= Pavement cells =

Pavement cells are a cell type found in the outermost epidermal layer of plants. The main purpose of these cells is to form a protective layer for the more specialized cells below. The arrangement and undulating geometry of these cells are demonstrated to enhance the epidermal tear resistance by extending the path of cracks and hindering their progression along cell interfaces, thereby preserving the plant epidermal integrity. This layer helps decrease water loss, maintain an internal temperature, keep the inner cells in place, and resist the intrusion of any outside material. They also separate stomata apart from each other as stomata have at least one pavement cell between each other.

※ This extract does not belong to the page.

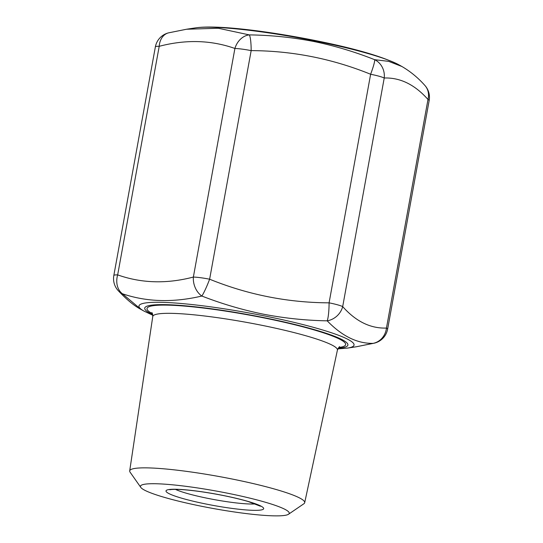 <?xml version="1.0" encoding="UTF-8"?>
<svg xmlns="http://www.w3.org/2000/svg" width="543" height="543" viewBox="0 0 543 543"><rect width="100%" height="100%" fill="white"/><g stroke="black" fill="none" stroke-linecap="round" stroke-linejoin="round"><path stroke-width="0.81" d="M186.575 29.241L218.306 28.256L249.305 34.895A17.729 14.104 108.5 0 0 234.902 48.47C211.071 40.06 185.842 39.334 159.208 46.311L117.668 274.894C141.499 283.31 166.735 284.03 193.362 277.059A17.729 13.358 76.1 0 0 201.847 296.037A17.729 1.907 -68.5 0 0 209.625 279.211C248.049 294.781 287.865 302.655 329.085 302.838A17.729 2.647 90.8 0 1 327.198 320.832A17.729 15.638 -42.6 0 0 342.687 306.598C355.875 321.449 370.462 328.603 386.453 328.067A17.729 16.378 -90.4 0 1 373.129 343.359A17.729 13.358 76.1 0 0 374.439 343.128L356.5 346.733L373.129 343.359C357.375 343.692 342.07 336.178 327.198 320.832C305.865 320.472 284.661 318.259 263.579 314.214C242.531 309.931 221.951 303.87 201.847 296.037C173.163 302.77 146.691 302.01 122.413 293.763L141.112 309.49M374.439 343.128L374.439 343.128A17.729 17.729 0 0 0 387.634 329.085A17.729 2.077 10.3 0 0 386.453 328.067L427.993 99.478C414.804 84.627 400.211 77.473 384.227 78.009L342.687 306.598A17.729 2.077 10.3 0 0 329.085 302.838L370.625 74.255C332.201 58.685 292.385 50.804 251.165 50.621A17.729 2.647 90.8 0 0 249.305 34.895C270.781 35.173 292.073 37.324 313.168 41.363C334.203 45.66 354.694 51.768 374.656 59.689L388.7 61.366L401.888 66.49L398.983 64.861A109.306 12.801 -169.7 0 0 312.897 40.535A109.306 12.801 -169.7 0 0 195.494 27.883C215.822 24.788 264.054 30.523 312.469 39.972C353.283 48.028 382.123 56.329 398.983 64.861M203.489 506.653A75.599 8.851 10.3 0 1 140.786 487.397A75.599 8.851 10.3 0 1 226.18 492.935A75.599 8.851 10.3 0 1 288.509 514.248A75.599 8.851 10.3 0 1 203.489 506.653M140.786 487.397L130.096 472.186A88.93 10.412 10.3 0 1 129.696 470.903A88.93 10.412 10.3 0 1 230.551 478.702A88.93 10.412 10.3 0 1 304.691 502.709A88.93 10.412 10.3 0 1 303.87 503.768L288.509 514.248M118.218 290.648L118.218 290.648A17.729 15.638 -42.6 0 0 122.413 293.763A17.729 14.104 108.5 0 1 117.668 274.894A17.729 2.077 10.3 0 0 114.03 275.24A17.729 2.077 10.3 0 0 113.826 275.484A17.729 17.729 0 0 0 118.218 290.648C126.777 299.729 134.42 306.014 141.132 309.503M387.634 329.085L429.174 100.496A17.729 2.077 10.3 0 0 427.993 99.478A17.729 15.638 -42.6 0 0 424.782 85.332L424.782 85.332C418.049 77.751 410.393 71.459 401.834 66.456L401.834 66.456M155.366 46.895A17.729 17.729 0 0 1 168.561 32.858L168.561 32.858A17.729 13.358 76.1 0 0 159.208 46.311A17.729 2.077 10.3 0 0 155.569 46.657A17.729 2.077 10.3 0 0 155.366 46.895L113.826 275.484M384.227 78.009A17.729 16.378 -90.4 0 0 374.656 59.689A17.729 1.907 -68.5 0 1 370.625 74.255A17.729 2.077 10.3 0 1 384.227 78.009M175.403 489.358A44.322 5.192 -169.7 0 0 209.13 498.623A44.322 5.192 -169.7 0 0 255.42 503.904M207.385 504.298A49.637 5.817 10.3 0 1 166.558 490.248A49.637 5.817 10.3 0 1 222.284 495.291A49.637 5.817 10.3 0 1 263.117 509.348A49.637 5.817 10.3 0 1 207.385 504.298M338.16 348.28A103.245 12.089 -169.7 0 0 261.807 317.207A103.245 12.089 -169.7 0 0 166.192 304.664A103.245 12.089 -169.7 0 0 152.705 314.58M152.807 315.259L144.017 311.119A109.306 12.801 10.3 0 1 262.907 315.612A109.306 12.801 10.3 0 1 347.506 348.097L356.425 346.753M339.687 346.773C339.538 346.312 338.784 347.418 337.413 350.099A93.837 10.989 -169.7 0 0 259.181 324.768A93.837 10.989 -169.7 0 0 152.759 316.542C152.658 314.119 152.345 312.816 151.809 312.632M152.434 313.671A100.93 11.817 10.3 0 1 261.461 317.411A100.93 11.817 10.3 0 1 338.737 347.527M251.165 50.621L209.625 279.211A17.729 2.077 10.3 0 0 193.362 277.059L234.902 48.47A17.729 2.077 10.3 0 1 251.165 50.621M169.911 489.772C169.64 489.922 169.959 489.168 179.075 489.447C190.695 490.037 205.064 491.992 222.196 495.311C232.214 497.307 240.861 499.37 248.124 501.508L260.409 506.219M144.017 311.119L141.112 309.496M195.494 27.883L186.575 29.227M129.696 470.903L152.759 316.542M304.691 502.709L337.413 350.099M429.174 100.496A17.729 17.729 0 0 0 424.782 85.332M168.561 32.858L186.568 29.234M337.827 348.877L347.506 348.097"/></g></svg>

They do not have a regular shape. Rather, their irregular shapes help them to interlock with each other like puzzle pieces to form a sturdy layer. This irregular shape that each individual cell takes on can be influenced by the cytoskeleton and specific proteins. As the leaf grows, the pavement cells will also grow, divide, and synthesize new vacuoles, plasma membrane parts, and cell wall components. A thick external cell wall influences the direction of growth by impeding expansion towards the outside of the cell and instead promote expansion parallel to the epidermis layer. Data suggest that waviness of pavement cells may be initiated by buckling due to compressive mechanical stresses resulting from turgor and growth in confined space, with a feedback loop that solidifies and augments cell shapes resulting in local reinforcement of the cell wall.